Bantahan tersebut disampaikan menyusul pemberitaan di sejumlah media yang menyebut KPK membawa satu orang lainnya dari Pekalongan, Jawa Tengah, ke Gedung Merah Putih KPK di Jakarta.
Dalam pemberitaan itu, nama Sekda Lamongan disebut-sebut ikut dibawa dan diperiksa penyidik.
Nalikan menegaskan, informasi tersebut tidak benar dan kemungkinan terjadi kesalahan dalam proses peliputan. “Mungkin wartawan atau jurnalisnya salah tulis atau kurang dengar,” ujarnya.
BACA JUGA :
Ia juga memastikan bahwa dirinya tidak pernah diperiksa KPK terkait kasus tersebut.

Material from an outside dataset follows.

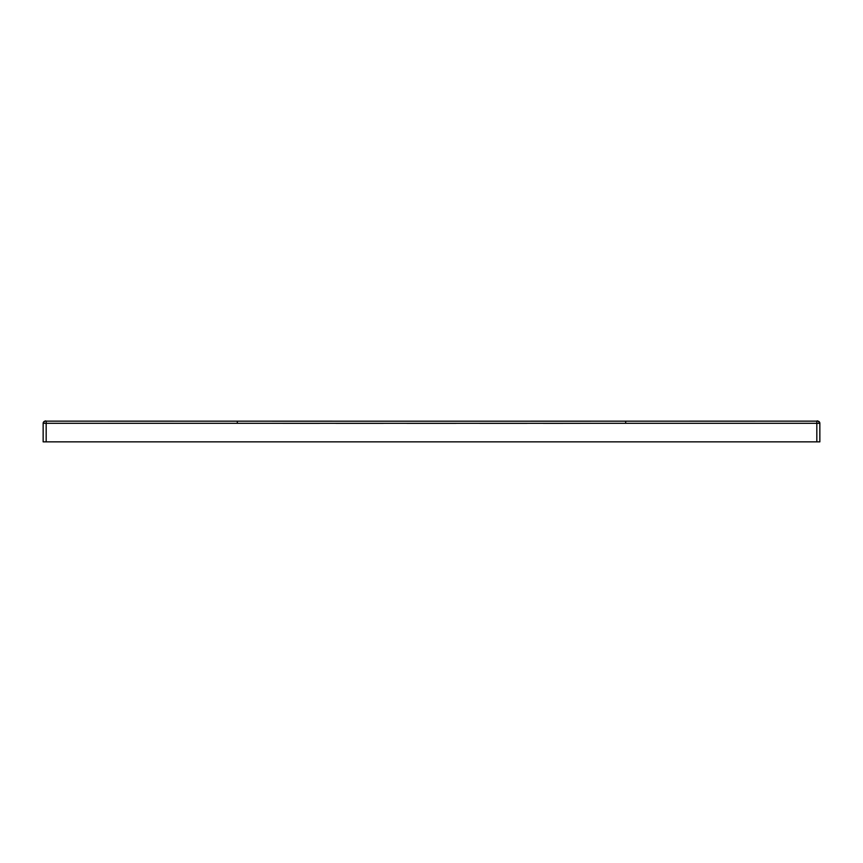 <?xml version="1.0" encoding="UTF-8"?>
<svg xmlns="http://www.w3.org/2000/svg" width="863" height="863" viewBox="0 0 863 863"><rect width="100%" height="100%" fill="white"/><g stroke="black" fill="none" stroke-linecap="round" stroke-linejoin="round"><path stroke-width="1.29" d="M46.171 441.856L816.83 441.856L816.83 423.312L46.171 423.302L46.171 441.856L43.15 441.856L43.15 423.345M625.675 423.323L625.675 421.166L431.5 421.198L816.83 421.144L816.83 441.856L819.85 441.856L819.85 423.312L819.85 441.856M237.325 423.323L237.325 421.166L431.5 421.198L46.171 421.144L46.171 423.302L43.15 423.302L43.15 441.856M816.83 441.856L816.83 423.302L819.85 423.345M819.85 423.302A2.158 2.158 -0 0 0 817.693 421.144L816.83 421.144C817.401 420.421 818.404 421.144 819.85 423.302L819.85 423.291M43.15 423.302C44.347 421.23 45.361 420.508 46.171 421.144L45.308 421.144A2.158 2.158 180 0 0 43.15 423.302A2.158 2.158 180 0 1 45.308 421.144M406.958 423.355L456.042 423.355M479.655 423.345L527.045 423.345M543.463 423.345L580.141 423.334M383.345 423.345L335.847 423.345M319.537 423.345L282.859 423.334M816.83 423.302L818.556 423.302M46.171 423.302L44.445 423.302M625.675 421.166L816.83 421.144M237.325 421.166L46.171 421.144"/></g></svg>
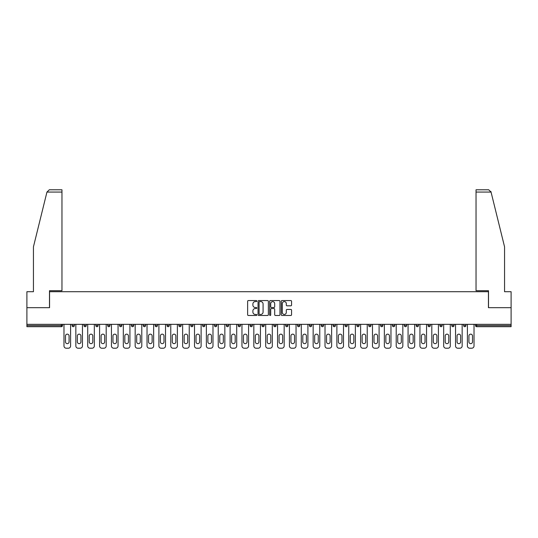 <?xml version="1.0" encoding="UTF-8"?>
<svg xmlns="http://www.w3.org/2000/svg" width="538" height="538" viewBox="0 0 538 538"><rect width="100%" height="100%" fill="white"/><g stroke="black" fill="none" stroke-linecap="round" stroke-linejoin="round"><path stroke-width="0.81" d="M256.828 301.078A0.525 0.525 0 0 0 256.31 300.554L248.374 300.554A0.746 0.746 0 0 0 247.628 301.3L247.628 314.737A0.746 0.746 0 0 0 248.374 315.483L256.31 315.483A0.525 0.525 0 0 0 256.828 314.965A0.525 0.525 0 0 0 256.31 314.441L255.281 314.441A2.387 2.387 0 0 1 252.894 312.053L252.894 310.93A2.387 2.387 0 0 1 255.281 308.543L256.31 308.543A0.525 0.525 0 0 0 256.828 308.018A0.525 0.525 0 0 0 256.31 307.494L255.281 307.494A2.387 2.387 0 0 1 252.894 305.107L252.894 303.99A2.387 2.387 0 0 1 255.281 301.596L256.31 301.596A0.525 0.525 0 0 0 256.828 301.078M290.816 305.819A0.746 0.746 0 0 0 291.562 305.073L291.562 301.3A0.746 0.746 0 0 0 290.816 300.554L282.006 300.554A0.746 0.746 0 0 0 281.26 301.3L281.26 314.737A0.746 0.746 0 0 0 282.006 315.483L290.816 315.483A0.746 0.746 0 0 0 291.562 314.737L291.562 310.184A0.746 0.746 0 0 0 290.816 309.437L287.05 309.437A0.746 0.746 0 0 0 286.303 310.184L286.303 312.444A1.997 1.997 0 0 1 284.306 314.441A1.997 1.997 0 0 1 282.309 312.444L282.309 303.593A1.997 1.997 0 0 1 284.306 301.596A1.997 1.997 0 0 1 286.303 303.593L286.303 305.073A0.746 0.746 0 0 0 287.05 305.819L290.816 305.819M46.947 192.066L49.301 189.786L61.964 189.786L61.964 192.066L46.947 192.066L33.443 246.828L33.443 291.704L26.9 291.704L26.9 307.675L49.563 307.675L49.563 291.704L488.437 291.704L488.437 307.675L511.1 307.675L511.1 324.333L26.9 324.333L26.9 325.551L61.352 325.551L61.352 324.333M26.9 307.675L26.9 324.333M268.348 301.3A0.746 0.746 0 0 0 267.601 300.554L258.791 300.554A0.746 0.746 0 0 0 258.045 301.3L258.045 314.737A0.746 0.746 0 0 0 258.791 315.483L267.601 315.483A0.746 0.746 0 0 0 268.348 314.737L268.348 301.3M270.399 300.554L279.209 300.554A0.746 0.746 0 0 1 279.955 301.3L279.955 314.737A0.746 0.746 0 0 1 279.209 315.483L275.443 315.483A0.746 0.746 0 0 1 274.689 314.737L274.689 309.289A0.746 0.746 0 0 0 273.943 308.543L271.448 308.543A0.746 0.746 0 0 0 270.701 309.289L270.701 314.965A0.525 0.525 0 0 1 270.177 315.483A0.525 0.525 0 0 1 269.652 314.965L269.652 301.3A0.746 0.746 0 0 1 270.399 300.554M62.495 324.333L62.495 325.551A1.143 1.143 0 0 1 61.352 326.694L26.9 326.694L26.9 325.551M511.1 324.333L511.1 326.694L476.648 326.694A1.143 1.143 0 0 1 475.505 325.551L475.505 324.333M74.358 324.333L74.358 325.551L72.079 325.551A1.143 1.143 0 0 0 73.222 326.694A1.143 1.143 0 0 1 72.079 325.551L72.079 324.333M83.948 325.551A1.143 1.143 0 0 0 85.085 326.694A1.143 1.143 0 0 0 86.228 325.551L86.228 324.333L86.228 325.551L83.948 325.551A1.143 1.143 0 0 0 85.085 326.694A1.143 1.143 0 0 1 83.948 325.551L83.948 324.333M98.091 324.333L98.091 325.551L95.811 325.551A1.143 1.143 0 0 0 96.954 326.694A1.143 1.143 0 0 1 95.811 325.551L95.811 324.333M107.674 325.551A1.143 1.143 0 0 0 108.817 326.694A1.143 1.143 0 0 0 109.96 325.551A1.143 1.143 0 0 1 108.817 326.694A1.143 1.143 0 0 0 109.96 325.551L109.96 324.333L109.96 325.551L107.674 325.551A1.143 1.143 0 0 0 108.817 326.694A1.143 1.143 0 0 1 107.674 325.551L107.674 324.333M119.544 324.333L119.544 325.551L119.544 324.333M121.823 324.333L121.823 325.551L121.823 324.333M131.406 324.333L131.406 325.551L131.406 324.333M133.686 324.333L133.686 325.551A1.143 1.143 0 0 1 132.55 326.694A1.143 1.143 0 0 1 131.406 325.551L133.686 325.551A1.143 1.143 0 0 1 132.55 326.694M144.413 326.694A1.143 1.143 0 0 0 145.556 325.551L145.556 324.333L145.556 325.551A1.143 1.143 0 0 1 144.413 326.694A1.143 1.143 0 0 1 143.269 325.551L143.269 324.333M156.276 326.694A1.143 1.143 0 0 0 157.419 325.551L157.419 324.333L157.419 325.551A1.143 1.143 0 0 1 156.276 326.694A1.143 1.143 0 0 1 155.139 325.551L155.139 324.333M168.145 326.694A1.143 1.143 0 0 0 169.282 325.551L169.282 324.333L169.282 325.551A1.143 1.143 0 0 1 168.145 326.694A1.143 1.143 0 0 1 167.002 325.551L167.002 324.333M181.151 324.333L181.151 325.551A1.143 1.143 0 0 1 180.008 326.694A1.143 1.143 0 0 1 178.872 325.551L178.872 324.333M193.014 324.333L193.014 325.551A1.143 1.143 0 0 1 191.878 326.694A1.143 1.143 0 0 1 190.734 325.551L190.734 324.333M202.597 324.333L202.597 325.551L202.597 324.333M204.884 324.333L204.884 325.551A1.143 1.143 0 0 1 203.741 326.694A1.143 1.143 0 0 1 202.597 325.551L204.884 325.551A1.143 1.143 0 0 1 203.741 326.694M214.467 324.333L214.467 325.551L214.467 324.333M216.747 324.333L216.747 325.551A1.143 1.143 0 0 1 215.603 326.694A1.143 1.143 0 0 1 214.467 325.551A1.143 1.143 0 0 0 215.603 326.694A1.143 1.143 0 0 1 214.467 325.551L216.747 325.551A1.143 1.143 0 0 1 215.603 326.694M228.61 324.333L228.61 325.551A1.143 1.143 0 0 1 227.473 326.694A1.143 1.143 0 0 1 226.33 325.551L226.33 324.333M238.193 324.333L238.193 325.551L238.193 324.333M240.479 324.333L240.479 325.551A1.143 1.143 0 0 1 239.336 326.694A1.143 1.143 0 0 1 238.193 325.551A1.143 1.143 0 0 0 239.336 326.694A1.143 1.143 0 0 1 238.193 325.551L240.479 325.551A1.143 1.143 0 0 1 239.336 326.694M252.342 324.333L252.342 325.551A1.143 1.143 0 0 1 251.199 326.694A1.143 1.143 0 0 1 250.062 325.551L250.062 324.333M261.925 324.333L261.925 325.551L261.925 324.333M264.205 324.333L264.205 325.551L264.205 324.333M276.075 324.333L276.075 325.551A1.143 1.143 0 0 1 274.931 326.694A1.143 1.143 0 0 1 273.795 325.551L273.795 324.333M285.658 324.333L285.658 325.551L285.658 324.333M287.938 324.333L287.938 325.551A1.143 1.143 0 0 1 286.801 326.694A1.143 1.143 0 0 1 285.658 325.551L287.938 325.551A1.143 1.143 0 0 1 286.801 326.694M297.521 324.333L297.521 325.551L297.521 324.333M299.807 324.333L299.807 325.551A1.143 1.143 0 0 1 298.664 326.694A1.143 1.143 0 0 1 297.521 325.551L299.807 325.551A1.143 1.143 0 0 1 298.664 326.694M311.67 324.333L311.67 325.551A1.143 1.143 0 0 1 310.527 326.694A1.143 1.143 0 0 1 309.39 325.551L309.39 324.333M322.397 326.694A1.143 1.143 0 0 0 323.533 325.551L323.533 324.333L323.533 325.551A1.143 1.143 0 0 1 322.397 326.694A1.143 1.143 0 0 1 321.253 325.551L321.253 324.333M333.116 325.551L335.403 325.551A1.143 1.143 0 0 1 334.259 326.694A1.143 1.143 0 0 0 335.403 325.551L335.403 324.333L335.403 325.551A1.143 1.143 0 0 1 334.259 326.694A1.143 1.143 0 0 1 333.116 325.551L333.116 324.333M344.986 324.333L344.986 325.551L344.986 324.333M347.266 324.333L347.266 325.551A1.143 1.143 0 0 1 346.122 326.694A1.143 1.143 0 0 1 344.986 325.551L347.266 325.551A1.143 1.143 0 0 1 346.122 326.694M359.128 324.333L359.128 325.551L356.849 325.551A1.143 1.143 0 0 0 357.992 326.694A1.143 1.143 0 0 1 356.849 325.551L356.849 324.333M368.718 324.333L368.718 325.551L368.718 324.333M370.998 324.333L370.998 325.551A1.143 1.143 0 0 1 369.855 326.694A1.143 1.143 0 0 1 368.718 325.551A1.143 1.143 0 0 0 369.855 326.694A1.143 1.143 0 0 1 368.718 325.551L370.998 325.551A1.143 1.143 0 0 1 369.855 326.694M380.581 325.551A1.143 1.143 0 0 0 381.724 326.694A1.143 1.143 0 0 0 382.861 325.551L382.861 324.333L382.861 325.551L380.581 325.551A1.143 1.143 0 0 0 381.724 326.694A1.143 1.143 0 0 1 380.581 325.551L380.581 324.333M394.731 324.333L394.731 325.551A1.143 1.143 0 0 1 393.587 326.694A1.143 1.143 0 0 1 392.444 325.551L392.444 324.333M404.314 324.333L404.314 325.551L404.314 324.333M406.594 324.333L406.594 325.551A1.143 1.143 0 0 1 405.45 326.694A1.143 1.143 0 0 1 404.314 325.551A1.143 1.143 0 0 0 405.45 326.694A1.143 1.143 0 0 1 404.314 325.551L406.594 325.551A1.143 1.143 0 0 1 405.45 326.694M418.456 324.333L418.456 325.551A1.143 1.143 0 0 1 417.32 326.694A1.143 1.143 0 0 1 416.177 325.551L416.177 324.333M430.326 324.333L430.326 325.551L428.04 325.551A1.143 1.143 0 0 0 429.183 326.694A1.143 1.143 0 0 1 428.04 325.551L428.04 324.333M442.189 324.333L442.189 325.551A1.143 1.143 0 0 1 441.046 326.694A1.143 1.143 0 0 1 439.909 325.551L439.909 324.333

Aktivitasnya dalam beberapa hari terakhir pun berjalan seperti biasa.
Sebagai informasi, pada Kamis (3/3/2026), Moh. Nalikan terlihat menghadiri kegiatan Safari Ramadan di Kecamatan Sugio bersama Bupati Lamongan serta sejumlah pejabat daerah lainnya.
Kehadirannya dalam agenda resmi itu menjadi bukti bahwa ia tetap menjalankan tugas pemerintahan seperti biasa di Lamongan.
BACA JUGA :
Sementara itu, KPK sebelumnya melakukan OTT terhadap Bupati Pekalongan, Fadia Arafiq. Namun hingga kini belum ada keterangan resmi dari KPK yang menyebut keterlibatan pejabat dari Kabupaten Lamongan dalam perkara tersebut.
Dengan bantahan tegas dari Sekda Lamongan, diharapkan masyarakat tidak mudah terpengaruh informasi yang belum terverifikasi kebenarannya, bahkan dari media besar.